Section 921.16(2), Florida Statutes, has been construed as investing the Department of Corrections with discretion regarding placement of inmates serving sentences from multiple jurisdictions. The statute indicates the trial court lacks authority to order the Department of Corrections to permit an inmate to serve his Florida sentence concurrently with a federal sentence through transfer to a federal prison. See Doyle v. State, 615 So.2d 278 (Fla. 3d DCA 1993), cert. denied, 511 U.S. 1007, 114 S.Ct. 1376, 128 L.Ed.2d 52 (1994); Schlosser v. Singletary, 597 So.2d 304 (Fla. 2d DCA 1991). Nevertheless, where a condition of a guilty plea is that the defendant will serve the agreed-upon state sentence in federal prison concurrently with a longer federal sentence, the defendant is entitled to post-conviction relief if the terms of the agreement are not met. See Taylor v. State, 710 So.2d 636, 637 (Fla. 3d DCA 1998). See also Hunt v. State, 613 So.2d 893, 898 (Fla. 1992).
The record is clear that the parties to the plea agreement intended appellant's state sentences to be served concurrently with his lengthier federal sentences, and in federal custody. Because the sentencing documents were ineffective to establish that the Florida Department of Corrections was authorized to transfer appellant to the custody of the United States Bureau of Prisons, appellant has served his 5-year state sentences entirely in state custody. The practical effect of what has occurred is that, absent consideration by the Bureau of Prisons, appellant will serve 15-year sentences, rather than the 10-year sentences the parties intended when the agreement was entered into between appellant and the state, and accepted by the trial court. Since appellant has been incarcerated in the custody of the Florida Department of Corrections since August 16, 1995, there is no appropriate state procedural device available to give effect to the plea agreement.

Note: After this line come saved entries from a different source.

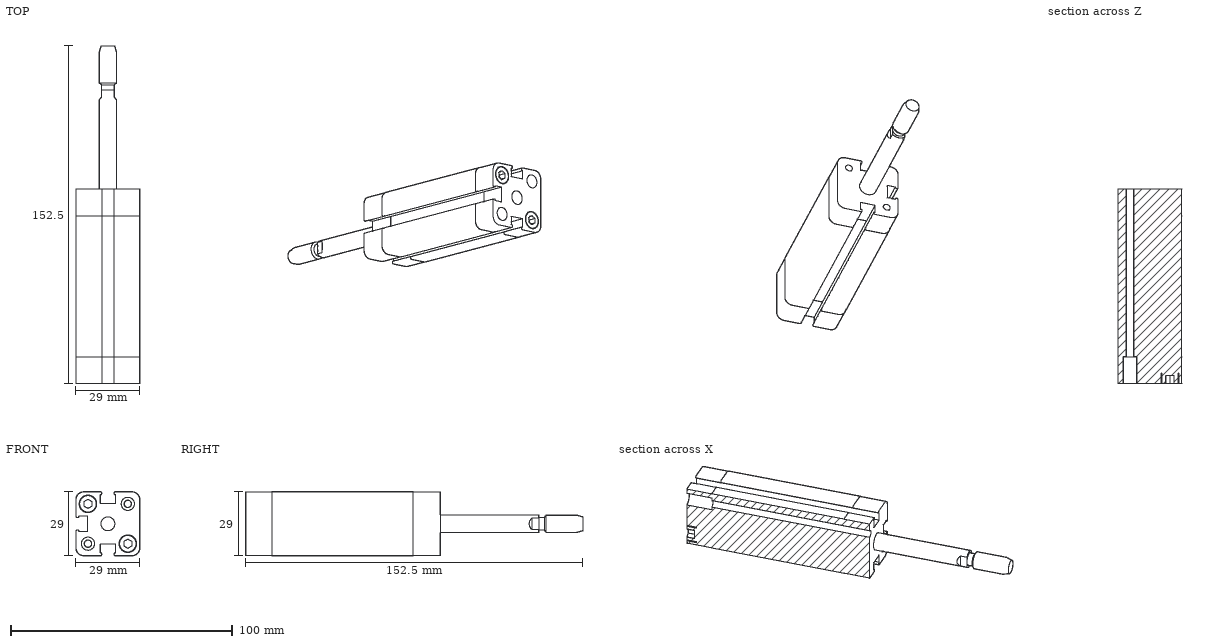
import cadquery as cq
import math


BODY_SIDE = 29.0
BODY_LENGTH = 88.0
CORNER_RADIUS = 3.7
FRONT_CAP_LENGTH = 12.0
REAR_CAP_LENGTH = 12.4
CAP_INSET = 0.08
CAP_SIDE = BODY_SIDE - 2 * CAP_INSET
TUBE_LENGTH = BODY_LENGTH - FRONT_CAP_LENGTH - REAR_CAP_LENGTH

SLOT_WIDTH = 6.9
CAP_SLOT_DEPTH = 5.2
TUBE_SLOT_DEPTH = 5.3
LIP_RADIUS = 0.69
SLOT_TURNS = (0, 90, 180)

HOLE_OFFSET = 9.0
THROUGH_DIAMETER = 3.2
THREAD_DIAMETER = 6.0
THREAD_DEPTH = FRONT_CAP_LENGTH
PORT_DIAMETER = 6.3
PORT_DEPTH = FRONT_CAP_LENGTH
BORE_DIAMETER = 8.0
HEAD_DIAMETER = 7.5
HEAD_LENGTH = 4.5
SOCKET_DIAMETER = 4.1
SOCKET_DEPTH = 3.7
SOCKET_SIDES = 6
SCREW_PLACES = [(-HOLE_OFFSET, HOLE_OFFSET), (HOLE_OFFSET, -HOLE_OFFSET)]
THREAD_PLACES = [(HOLE_OFFSET, HOLE_OFFSET), (-HOLE_OFFSET, -HOLE_OFFSET)]

OVERALL_LENGTH = 152.5
ROD_DIAMETER = 8.0
NECK_DIAMETER = 5.8
TIP_DIAMETER = 6.3
TIP_LENGTH = 2.9
THREAD_LENGTH = 13.9
NECK_TAPER = 0.8
NECK_END = 132.5
FLAT_LENGTH = 3.2
FLAT_RUNOUT = 1.2
FLAT_WIDTH = 6.0


def box(width, height, y_start, length):
    """Block centred on the Y axis."""
    return cq.Workplane("XY").box(width, length, height).translate((0, y_start + length / 2, 0))


def cylinders(diameter, length, places=((0, 0),), y_start=0.0):
    """Cylinders running towards +Y from y_start, at (x, z) places."""
    plane = cq.Workplane("XZ", origin=(0, y_start, 0))
    return plane.pushPoints(places).circle(diameter / 2).extrude(-length)


def slot(y_start, length, side, depth):
    """Undercut slot along the top of a square bar with the given side."""
    top = side / 2
    channel = box(SLOT_WIDTH, depth, y_start, length).translate((0, 0, top - depth / 2))
    lip_places = [(x, top - LIP_RADIUS) for x in (-SLOT_WIDTH / 2, SLOT_WIDTH / 2)]
    return channel.cut(cylinders(2 * LIP_RADIUS, length, lip_places, y_start))


def section(y_start, length, side, slot_depth):
    """Slotted length of the body: a rounded square bar with its sensor slots."""
    bar = box(side, side, y_start, length).edges("|Y").fillet(CORNER_RADIUS)
    top_slot = slot(y_start, length, side, slot_depth)
    for turn in SLOT_TURNS:
        bar = bar.cut(top_slot.rotate((0, 0, 0), (0, 1, 0), -turn))
    return bar


def body():
    front_cap = section(0, FRONT_CAP_LENGTH, CAP_SIDE, CAP_SLOT_DEPTH)
    tube = section(FRONT_CAP_LENGTH, TUBE_LENGTH, BODY_SIDE, TUBE_SLOT_DEPTH)
    rear_cap = section(BODY_LENGTH - REAR_CAP_LENGTH, REAR_CAP_LENGTH, CAP_SIDE, CAP_SLOT_DEPTH)
    block = front_cap.union(tube).union(rear_cap)
    block = block.cut(cylinders(PORT_DIAMETER, PORT_DEPTH))
    block = block.cut(cylinders(THREAD_DIAMETER, THREAD_DEPTH, THREAD_PLACES))
    block = block.cut(cylinders(THROUGH_DIAMETER, BODY_LENGTH, THREAD_PLACES))
    return block


def screw_gaps():
    """Ring gap around each screw head, plus the hexagon socket in the head."""
    heads = cylinders(HEAD_DIAMETER, HEAD_LENGTH, SCREW_PLACES)
    gaps = cylinders(BORE_DIAMETER, HEAD_LENGTH, SCREW_PLACES).cut(heads)
    corners = []
    for number in range(SOCKET_SIDES):
        angle = math.pi / SOCKET_SIDES + 2 * math.pi * number / SOCKET_SIDES
        corners.append((SOCKET_DIAMETER / 2 * math.cos(angle), SOCKET_DIAMETER / 2 * math.sin(angle)))
    socket = cq.Workplane("XZ").polyline(corners).close().extrude(-SOCKET_DEPTH)
    for x, z in SCREW_PLACES:
        gaps = gaps.union(socket.translate((x, 0, z)))
    return gaps


def rod():
    """Turned rod with a coned tip, a thread, a neck and two wrench flats facing -X and +X."""
    rod_radius = ROD_DIAMETER / 2
    neck_radius = NECK_DIAMETER / 2
    thread_end = OVERALL_LENGTH - TIP_LENGTH
    thread_start = thread_end - THREAD_LENGTH
    profile = [
        (0, BODY_LENGTH),
        (rod_radius, BODY_LENGTH),
        (rod_radius, NECK_END),
        (neck_radius, NECK_END),
        (neck_radius, thread_start - NECK_TAPER),
        (rod_radius, thread_start),
        (rod_radius, thread_end),
        (TIP_DIAMETER / 2, OVERALL_LENGTH),
        (0, OVERALL_LENGTH),
    ]
    bar = cq.Workplane("XY").polyline(profile).close().revolve(360, (0, 0, 0), (0, 1, 0))
    flat_start = NECK_END - FLAT_LENGTH
    for side in (-1, 1):
        flat = [
            (side * FLAT_WIDTH / 2, NECK_END),
            (side * FLAT_WIDTH / 2, flat_start),
            (side * rod_radius, flat_start - FLAT_RUNOUT),
            (side * rod_radius, NECK_END),
        ]
        bar = bar.cut(cq.Workplane("XY").polyline(flat).close().extrude(rod_radius, both=True))
    return bar


result = body().cut(screw_gaps()).union(rod())
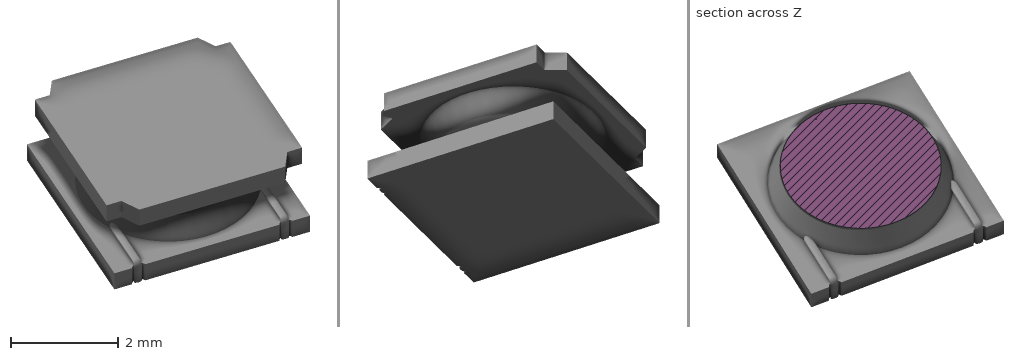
import cadquery as cq
side = 4.0
height = 1.8
plate_thickness = 0.4
half_side = side / 2
core_height = height - 2 * plate_thickness

core_end_radius = 1.745
waist_radius = 1.495
waist_fillet = 0.1

relief_x = 0.36
relief_y_inner = 0.305
relief_y_outer = 0.51

wire_thickness = 0.07
wire_width = 0.16
wire_y = 1.505
wire_z = 0.47
plate_bend = 0.095
core_bend = 0.09
lead_down_x = half_side - wire_thickness / 2
lead_core_x = 0.785
lead_core_length = 0.16

notch_corner = 0.1
notch_depth = 0.07
notch_width = 0.27


def lower_plate():
    plate = cq.Workplane("XY").box(side, side, plate_thickness, centered=(True, True, False))
    notch_x = half_side - notch_depth + notch_corner
    notches = (
        cq.Workplane("XY")
        .pushPoints([(notch_x, -wire_y), (notch_x, wire_y)])
        .slot2D(notch_width, 2 * notch_corner, 90)
        .extrude(plate_thickness)
    )
    return plate.cut(notches)


def upper_plate():
    plate = (
        cq.Workplane("XY")
        .workplane(offset=height - plate_thickness)
        .rect(side, side)
        .extrude(plate_thickness)
    )
    for x_sign in (-1, 1):
        for y_sign in (-1, 1):
            corner = [
                (half_side, half_side),
                (half_side - relief_x, half_side),
                (half_side - relief_x, half_side - relief_y_inner),
                (half_side, half_side - relief_y_outer),
            ]
            relief = (
                cq.Workplane("XY")
                .polyline([(x_sign * x, y_sign * y) for x, y in corner])
                .close()
                .extrude(height)
            )
            plate = plate.cut(relief)
    return plate


def core():
    """Two cones meeting at a waist, with the waist rounded."""
    half_core = core_height / 2
    cones = (
        cq.Workplane("XZ")
        .moveTo(0, plate_thickness)
        .lineTo(core_end_radius, plate_thickness)
        .lineTo(waist_radius, plate_thickness + half_core)
        .lineTo(core_end_radius, height - plate_thickness)
        .lineTo(0, height - plate_thickness)
        .close()
        .revolve(360, (0, 0, 0), (0, 1, 0))
    )
    waist_edge = cq.selectors.BoxSelector(
        (-side, -side, height / 2 - waist_fillet),
        (side, side, height / 2 + waist_fillet),
        boundingbox=True,
    )
    return cones.edges(waist_edge).fillet(waist_fillet)


def wire_lead():
    """Lead at -Y: up through the notch, along X, then turning into the core."""
    rise_end = cq.Vector(lead_down_x, -wire_y, wire_z - plate_bend)
    run_start = cq.Vector(lead_down_x - plate_bend, -wire_y, wire_z)
    run_end = cq.Vector(lead_core_x + core_bend, -wire_y, wire_z)
    turn_end = cq.Vector(lead_core_x, -wire_y + core_bend, wire_z)
    foot = cq.Vector(lead_down_x, -wire_y, 0)
    path = cq.Wire.assembleEdges([
        cq.Edge.makeLine(foot, rise_end),
        cq.Edge.makeTangentArc(rise_end, cq.Vector(0, 0, 1), run_start),
        cq.Edge.makeLine(run_start, run_end),
        cq.Edge.makeTangentArc(run_end, cq.Vector(-1, 0, 0), turn_end),
        cq.Edge.makeLine(turn_end, turn_end + cq.Vector(0, lead_core_length, 0)),
    ])
    return (
        cq.Workplane("XY")
        .center(lead_down_x, -wire_y)
        .ellipse(wire_thickness / 2, wire_width / 2)
        .sweep(cq.Workplane(path))
    )


lead = wire_lead()
result = lower_plate().union(core()).union(upper_plate())
result = result.union(lead).union(lead.mirror("XZ"))
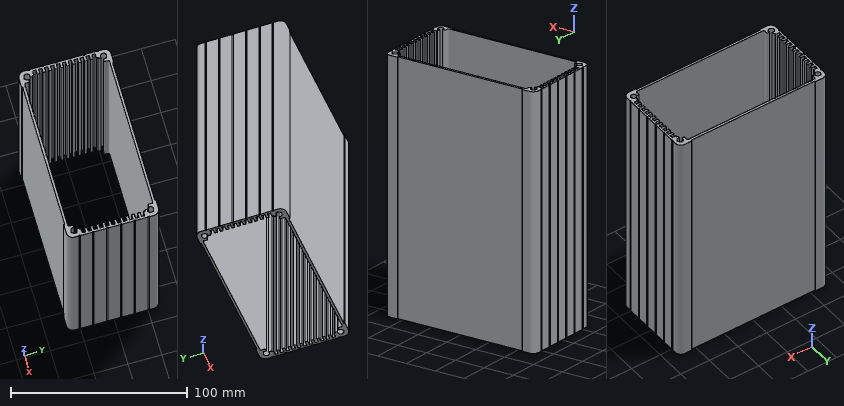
import cadquery as cq

WIDTH = 104.0
DEPTH = 54.5
HEIGHT = 160.0
CORNER_RADIUS = 3.8

SIDE_WALL = 1.5
LONG_WALL = 1.6
RECESS_DEPTH = 0.6
PAD_WIDTH = 9.0

SLOT_COUNT = 11
FIN_COUNT = SLOT_COUNT - 1
FIN_ROW_LENGTH = 38.4
FIN_PITCH = FIN_ROW_LENGTH / SLOT_COUNT
FIN_THICKNESS = 1.6
FIN_REACH = 4.0

GROOVE_COUNT = 6
GROOVE_PITCH = 8.2
GROOVE_WIDTH = 0.8
GROOVE_DEPTH = 0.3

SCREW_X = 4.0
SCREW_Y = 4.6
SCREW_RADIUS = 1.8
LONG_WALL_LIP_X = 7.4
LONG_WALL_LIP_Y = 5.3
SIDE_WALL_LIP_X = 4.6
SIDE_WALL_LIP_Y = 8.0
LIP_ROUNDING = 0.6
LIP_ROOT_RADIUS = 0.8

OUTER_X = -WIDTH / 2
OUTER_Y = -DEPTH / 2
INNER_X = OUTER_X + SIDE_WALL
INNER_Y = OUTER_Y + RECESS_DEPTH + LONG_WALL


def bar(x_min, x_max, y_min, y_max):
    """Full-height rectangular bar between the given X and Y limits."""
    return (
        cq.Workplane("XY")
        .center((x_min + x_max) / 2, (y_min + y_max) / 2)
        .rect(x_max - x_min, y_max - y_min)
        .extrude(HEIGHT)
    )


def cylinder(x, y, radius):
    """Full-height round bar centred on the given X and Y."""
    return cq.Workplane("XY").center(x, y).circle(radius).extrude(HEIGHT)


def centred_positions(count, pitch):
    """Evenly spaced positions, symmetric about zero."""
    return [(i - (count - 1) / 2) * pitch for i in range(count)]


def on_both_sides(body):
    """The body together with its mirror image on the +X side."""
    return body.union(body.mirror("YZ"))


def in_all_corners(body):
    """The body of the -X -Y corner repeated by mirroring in all four corners."""
    return on_both_sides(body.union(body.mirror("XZ")))


def outer_body():
    """Solid block with rounded corners and both long faces recessed."""
    body = cq.Workplane("XY").rect(WIDTH, DEPTH).extrude(HEIGHT)
    body = body.edges("|Z").fillet(CORNER_RADIUS)
    recess_x = OUTER_X + PAD_WIDTH
    recess = bar(recess_x, -recess_x, OUTER_Y, OUTER_Y + RECESS_DEPTH)
    return body.cut(recess).cut(recess.mirror("XZ"))


def cavity():
    """Rectangular space inside the four walls."""
    return bar(INNER_X, -INNER_X, INNER_Y, -INNER_Y)


def long_wall_lip():
    """Lip standing on the long wall, with a round fillet at its root."""
    lip_x = OUTER_X + LONG_WALL_LIP_X
    lip = bar(INNER_X, lip_x, INNER_Y, OUTER_Y + LONG_WALL_LIP_Y)
    lip = lip.edges("|Z and >X and >Y").fillet(LIP_ROUNDING)
    root_x = lip_x + LIP_ROOT_RADIUS
    root_y = INNER_Y + LIP_ROOT_RADIUS
    root = bar(lip_x, root_x, INNER_Y, root_y)
    root = root.cut(cylinder(root_x, root_y, LIP_ROOT_RADIUS))
    return lip.union(root)


def side_wall_lip():
    """Lip standing on the short wall, backed by a step that closes the last slot."""
    lip = bar(INNER_X, OUTER_X + SIDE_WALL_LIP_X, INNER_Y, OUTER_Y + SIDE_WALL_LIP_Y)
    lip = lip.edges("|Z and >X and >Y").fillet(LIP_ROUNDING)
    step_y = -(FIN_ROW_LENGTH - FIN_THICKNESS) / 2
    step = bar(INNER_X, OUTER_X + FIN_REACH, INNER_Y, step_y)
    return lip.union(step)


def screw_channel():
    """Round channel for a screw, left open towards the cavity between the lips."""
    return cylinder(OUTER_X + SCREW_X, OUTER_Y + SCREW_Y, SCREW_RADIUS)


def fins():
    """Row of fins on the -X wall."""
    fin_x = (INNER_X + OUTER_X + FIN_REACH) / 2
    return (
        cq.Workplane("XY")
        .pushPoints([(fin_x, y) for y in centred_positions(FIN_COUNT, FIN_PITCH)])
        .rect(FIN_REACH - SIDE_WALL, FIN_THICKNESS)
        .extrude(HEIGHT)
    )


def grooves():
    """Row of grooves in the -X face."""
    return (
        cq.Workplane("XY")
        .pushPoints([(OUTER_X, y) for y in centred_positions(GROOVE_COUNT, GROOVE_PITCH)])
        .rect(2 * GROOVE_DEPTH, GROOVE_WIDTH)
        .extrude(HEIGHT)
    )


result = outer_body().cut(cavity())
result = result.union(in_all_corners(long_wall_lip().union(side_wall_lip())))
result = result.union(on_both_sides(fins()))
result = result.cut(in_all_corners(screw_channel()))
result = result.cut(on_both_sides(grooves()))
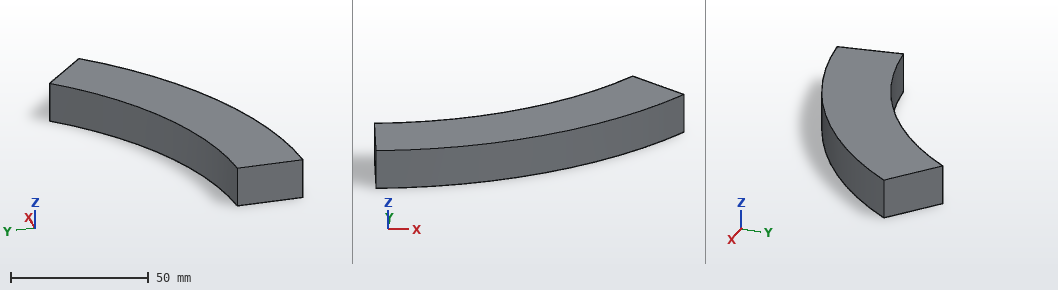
import cadquery as cq
import math

length_x = 110.8
thickness = 15.0
inner_radius = 130.0
outer_radius = 155.0

left_angle = math.radians(-85.8)
left_edge_x = inner_radius * math.cos(left_angle)
right_angle = -math.acos((left_edge_x + length_x) / outer_radius)
middle_angle = (left_angle + right_angle) / 2


def arc_point(radius, angle):
    return (radius * math.cos(angle), radius * math.sin(angle))


result = (
    cq.Workplane("XY")
    .moveTo(*arc_point(inner_radius, left_angle))
    .lineTo(*arc_point(outer_radius, left_angle))
    .threePointArc(arc_point(outer_radius, middle_angle), arc_point(outer_radius, right_angle))
    .lineTo(*arc_point(inner_radius, right_angle))
    .threePointArc(arc_point(inner_radius, middle_angle), arc_point(inner_radius, left_angle))
    .close()
    .extrude(thickness)
)
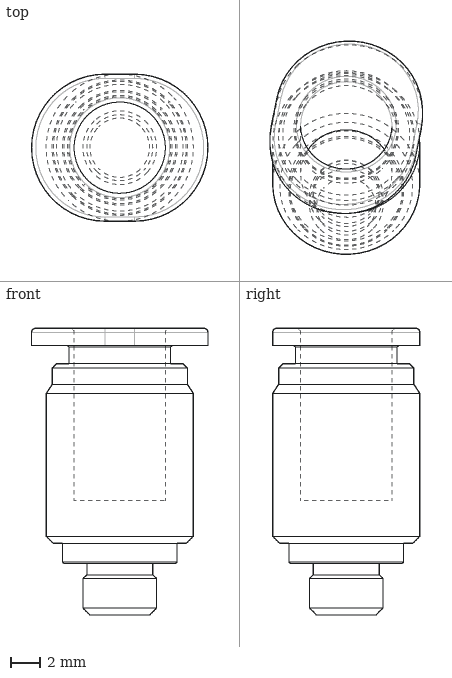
import cadquery as cq

height = 19.5
body_diameter = 10.0
flange_length = 12.0

plug_chamfer = 0.49
plug_top = 2.5
groove_bottom = 2.75
seat_bottom = 3.51
body_bottom = 4.88
body_chamfer = 0.49
cone_bottom = 15.07
collar_bottom = 15.68
collar_top = 17.08
flange_thickness = 1.19
flange_bottom = height - flange_thickness

plug_diameter = 5.01
groove_diameter = 4.48
seat_diameter = 7.8
seat_chamfer = 0.1
collar_diameter = 9.2
collar_chamfer = 0.3
neck_diameter = 6.92
neck_flare = 0.1

edge_radius = 0.3
bore_diameter = 6.2
bore_depth = 11.7


def turned_body():
    """Revolve the stepped half profile from the plug up to the flange."""
    plug_r = plug_diameter / 2
    groove_r = groove_diameter / 2
    seat_r = seat_diameter / 2
    body_r = body_diameter / 2
    collar_r = collar_diameter / 2
    neck_r = neck_diameter / 2
    profile = [
        (0, 0),
        (plug_r - plug_chamfer, 0),
        (plug_r, plug_chamfer),
        (plug_r, plug_top),
        (groove_r, groove_bottom),
        (groove_r, seat_bottom),
        (seat_r - seat_chamfer, seat_bottom),
        (seat_r, seat_bottom + seat_chamfer),
        (seat_r, body_bottom),
        (body_r - body_chamfer, body_bottom),
        (body_r, body_bottom + body_chamfer),
        (body_r, cone_bottom),
        (collar_r, collar_bottom),
        (collar_r, collar_top - collar_chamfer),
        (collar_r - collar_chamfer, collar_top),
        (neck_r, collar_top),
        (neck_r, flange_bottom - neck_flare),
        (neck_r + neck_flare, flange_bottom),
        (0, flange_bottom),
    ]
    return cq.Workplane("XZ").polyline(profile).close().revolve(360, (0, 0), (0, 1))


def release_flange():
    """Flat-sided round plate at the top end, as wide as the body."""
    plate = cq.Workplane("XY").workplane(offset=flange_bottom)
    return plate.slot2D(flange_length, body_diameter).extrude(flange_thickness)


def tube_bore():
    """Blind round bore, cut down from the top end."""
    top = cq.Workplane("XY").workplane(offset=height)
    return top.circle(bore_diameter / 2).extrude(-bore_depth)


result = turned_body().union(release_flange()).cut(tube_bore())

result = result.faces(">Z").edges().fillet(edge_radius)

We are cognizant that the federal magistrate in the Gainesville Division of the United States District Court for the Northern District of Florida is aware of appellant's situation, and of his apparent entitlement to relief, which relief might involve a nunc pro tunc designation of the state prison as the place of federal confinement. See Barden v. Keohane, 921 F.2d 476 (3rd Cir. 1990). While we are constrained to affirm the trial court's order denying relief, we do so with the request that the federal authorities will recognize the original intent of the plea bargain, i.e., that appellant's state sentence would be served in federal custody, concurrently with the federal sentence previously imposed.
Accordingly, the trial court's ruling is affirmed.
JOANOS, PADOVANO and BROWNING, JJ., CONCUR.